_What needs to be done_
Retype each of the records below exactly, leaving the pictures out.

_Data to process_

BEGIN

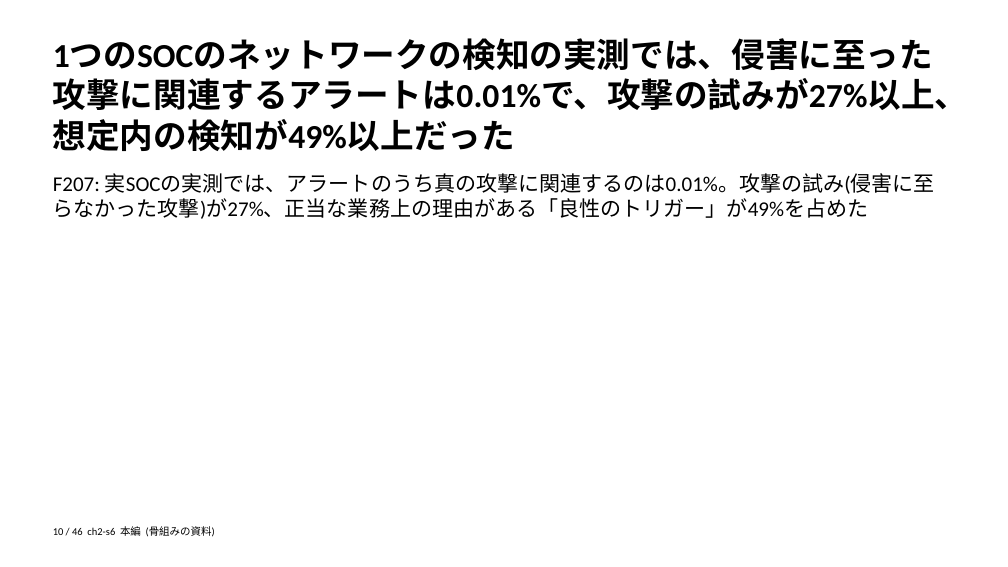
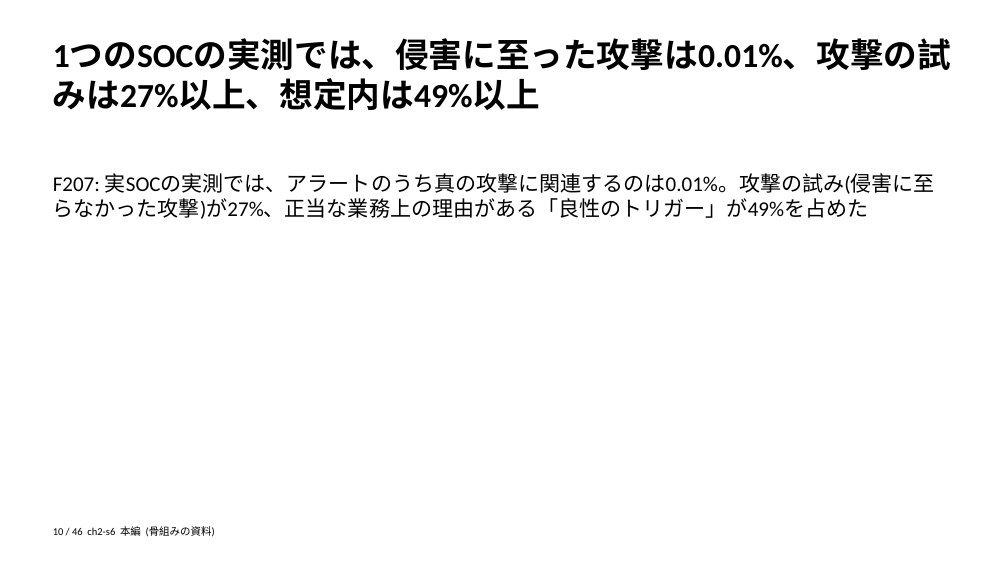
Before and after one commit to zyuuryuu/PPTX-Planner, a slide deck: slide 10 of trial/deck/preview/skeleton.pptx. Drawn at 1008x567 pixels with LibreOffice and Linux fonts; fonts in the diff are those of the drawing. Boxes give left, top, right and bottom in pixels: in the first picture for what was removed or moved away, otherwise in the second. Text is boxed around its words. In the diff, an @@ line names an element or a change of style, - is before the commit and + after.

```diff
--- a/trial/deck/preview/skeleton.pptx
+++ b/trial/deck/preview/skeleton.pptx
@@ text at <box>53,40,951,110</box>: text changed @@
-1つのSOCのネットワークの検知の実測では、侵害に至った攻撃に関連するアラートは0.01%で、攻撃の試みが27%以上、想定内の検知が49%以上だった
+1つのSOCの実測では、侵害に至った攻撃は0.01%、攻撃の試みは27%以上、想定内は49%以上
```
Also in this commit, not shown: 27 other slides changed, 6 other files.
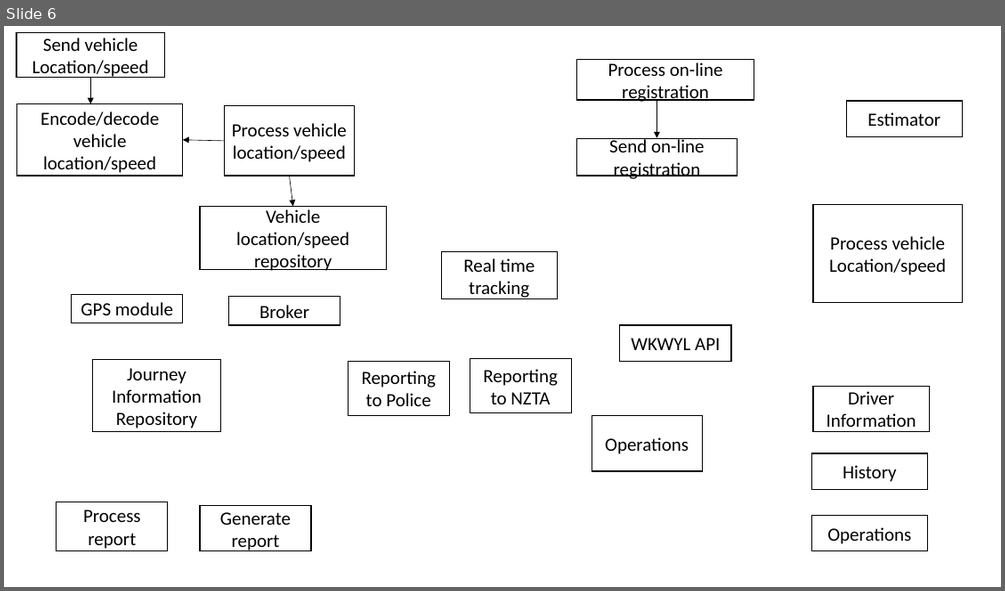
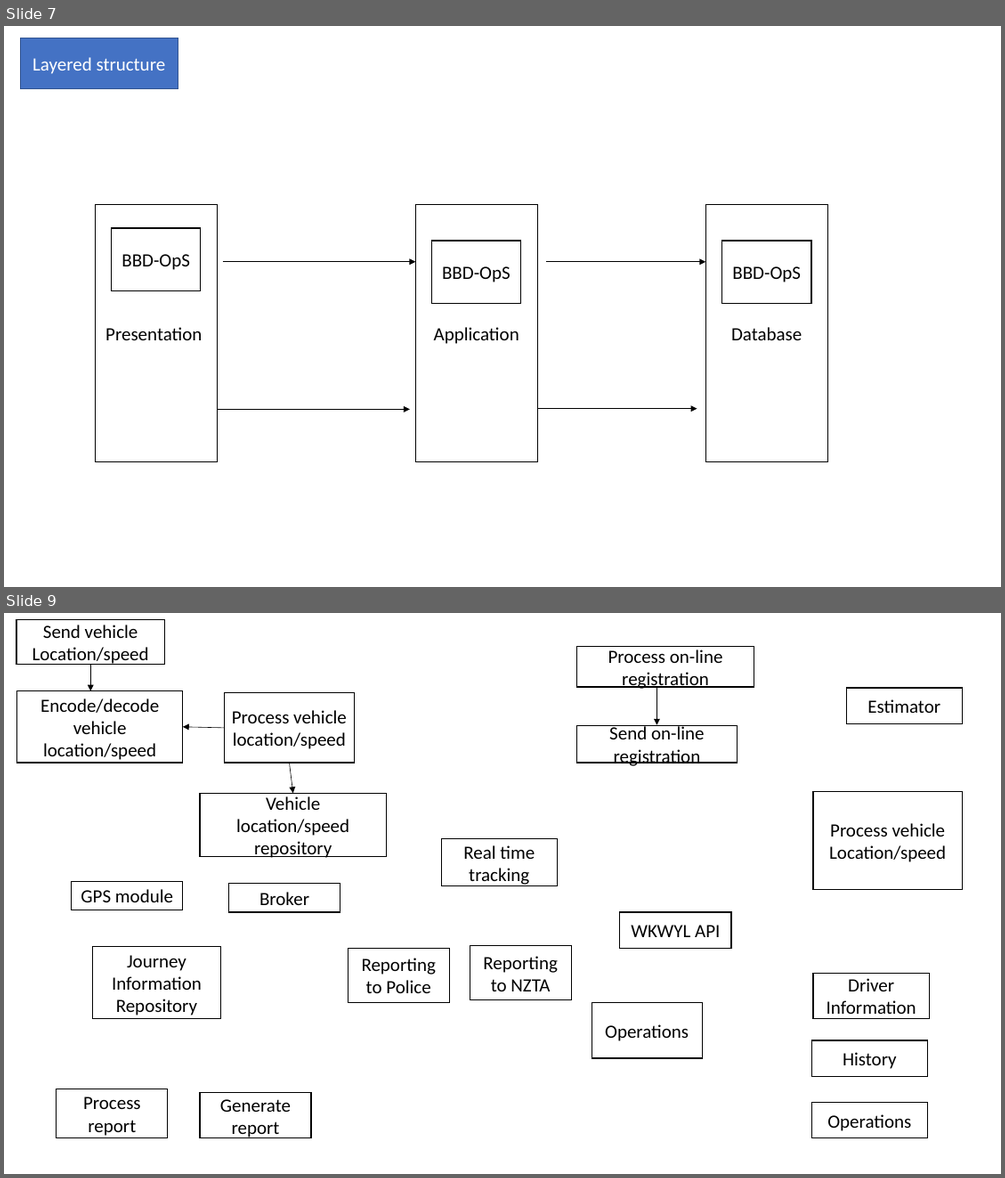
Before and after one commit to st970703/Software_Architecture_Report, a slide deck: Big Brother Driver Diagrams.pptx. Shown one above the other, each under a label of ours: slide 6 before the commit, slides 7 and 9 after it; the slides between them are not shown. The pictures are 1005x591 and 1005x1178 pixels, drawn with LibreOffice and Linux fonts; fonts in the diff are those of the drawing. Boxes give left, top, right and bottom in pixels: in the first picture for what was removed or moved away, otherwise in the second. Text is boxed around its words. In the diff, an @@ line names an element or a change of style, - is before the commit and + after.

Commit message:
started process struct

```diff
--- a/Big Brother Driver Diagrams.pptx
+++ b/Big Brother Driver Diagrams.pptx
@@ slide 7 added at (4,26,1001,587), background #FFFFFF @@
@@ rectangle added at (20,38,178,88), fill #4472C4, outline #325491 1 pt, 18 pt, text #FFFFFF @@
+Layered structure
@@ rectangle added at (96,204,217,462), fill #FFFFFF, outline #000000 1 pt, 18 pt, text #000000 @@
+Presentation
@@ rectangle added at (415,204,537,462), fill #FFFFFF, outline #000000 1 pt, 18 pt, text #000000 @@
+Application
@@ rectangle added at (705,204,827,462), fill #FFFFFF, outline #000000 1 pt, 18 pt, text #000000 @@
+Database
@@ rectangle added at (111,228,201,290), fill #FFFFFF, outline #000000 1 pt, 18 pt, text #000000 @@
+BBD-OpS
@@ arrow added from (222, 262) to (415, 262), #000000 0.5 pt @@
@@ rectangle added at (432,240,521,304), fill #FFFFFF, outline #000000 1 pt, 18 pt, text #000000 @@
+BBD-OpS
@@ arrow added from (546, 262) to (705, 262), #000000 0.5 pt @@
@@ rectangle added at (722,240,811,304), fill #FFFFFF, outline #000000 1 pt, 18 pt, text #000000 @@
+BBD-OpS
@@ arrow added from (217, 409) to (410, 409), #000000 0.5 pt @@
@@ arrow added from (537, 409) to (697, 409), #000000 0.5 pt @@
@@ what was slide 6 is now slide 9 @@
```
Also in this commit, not shown: 4 slides changed, 3 other slides added, 1 slide removed, 2 other files.

END

_Task output_
Before and after one commit to zyuuryuu/PPTX-Planner, a slide deck: slide 10 of trial/deck/preview/skeleton.pptx. Drawn at 1008x567 pixels with LibreOffice and Linux fonts; fonts in the diff are those of the drawing. Boxes give left, top, right and bottom in pixels: in the first picture for what was removed or moved away, otherwise in the second. Text is boxed around its words. In the diff, an @@ line names an element or a change of style, - is before the commit and + after.

```diff
--- a/trial/deck/preview/skeleton.pptx
+++ b/trial/deck/preview/skeleton.pptx
@@ text at <box>53,40,951,110</box>: text changed @@
-1つのSOCのネットワークの検知の実測では、侵害に至った攻撃に関連するアラートは0.01%で、攻撃の試みが27%以上、想定内の検知が49%以上だった
+1つのSOCの実測では、侵害に至った攻撃は0.01%、攻撃の試みは27%以上、想定内は49%以上
```
Also in this commit, not shown: 27 other slides changed, 6 other files.
Before and after one commit to st970703/Software_Architecture_Report, a slide deck: Big Brother Driver Diagrams.pptx. Shown one above the other, each under a label of ours: slide 6 before the commit, slides 7 and 9 after it; the slides between them are not shown. The pictures are 1005x591 and 1005x1178 pixels, drawn with LibreOffice and Linux fonts; fonts in the diff are those of the drawing. Boxes give left, top, right and bottom in pixels: in the first picture for what was removed or moved away, otherwise in the second. Text is boxed around its words. In the diff, an @@ line names an element or a change of style, - is before the commit and + after.

Commit message:
started process struct

```diff
--- a/Big Brother Driver Diagrams.pptx
+++ b/Big Brother Driver Diagrams.pptx
@@ slide 7 added at (4,26,1001,587), background #FFFFFF @@
@@ rectangle added at (20,38,178,88), fill #4472C4, outline #325491 1 pt, 18 pt, text #FFFFFF @@
+Layered structure
@@ rectangle added at (96,204,217,462), fill #FFFFFF, outline #000000 1 pt, 18 pt, text #000000 @@
+Presentation
@@ rectangle added at (415,204,537,462), fill #FFFFFF, outline #000000 1 pt, 18 pt, text #000000 @@
+Application
@@ rectangle added at (705,204,827,462), fill #FFFFFF, outline #000000 1 pt, 18 pt, text #000000 @@
+Database
@@ rectangle added at (111,228,201,290), fill #FFFFFF, outline #000000 1 pt, 18 pt, text #000000 @@
+BBD-OpS
@@ arrow added from (222, 262) to (415, 262), #000000 0.5 pt @@
@@ rectangle added at (432,240,521,304), fill #FFFFFF, outline #000000 1 pt, 18 pt, text #000000 @@
+BBD-OpS
@@ arrow added from (546, 262) to (705, 262), #000000 0.5 pt @@
@@ rectangle added at (722,240,811,304), fill #FFFFFF, outline #000000 1 pt, 18 pt, text #000000 @@
+BBD-OpS
@@ arrow added from (217, 409) to (410, 409), #000000 0.5 pt @@
@@ arrow added from (537, 409) to (697, 409), #000000 0.5 pt @@
@@ what was slide 6 is now slide 9 @@
```
Also in this commit, not shown: 4 slides changed, 3 other slides added, 1 slide removed, 2 other files.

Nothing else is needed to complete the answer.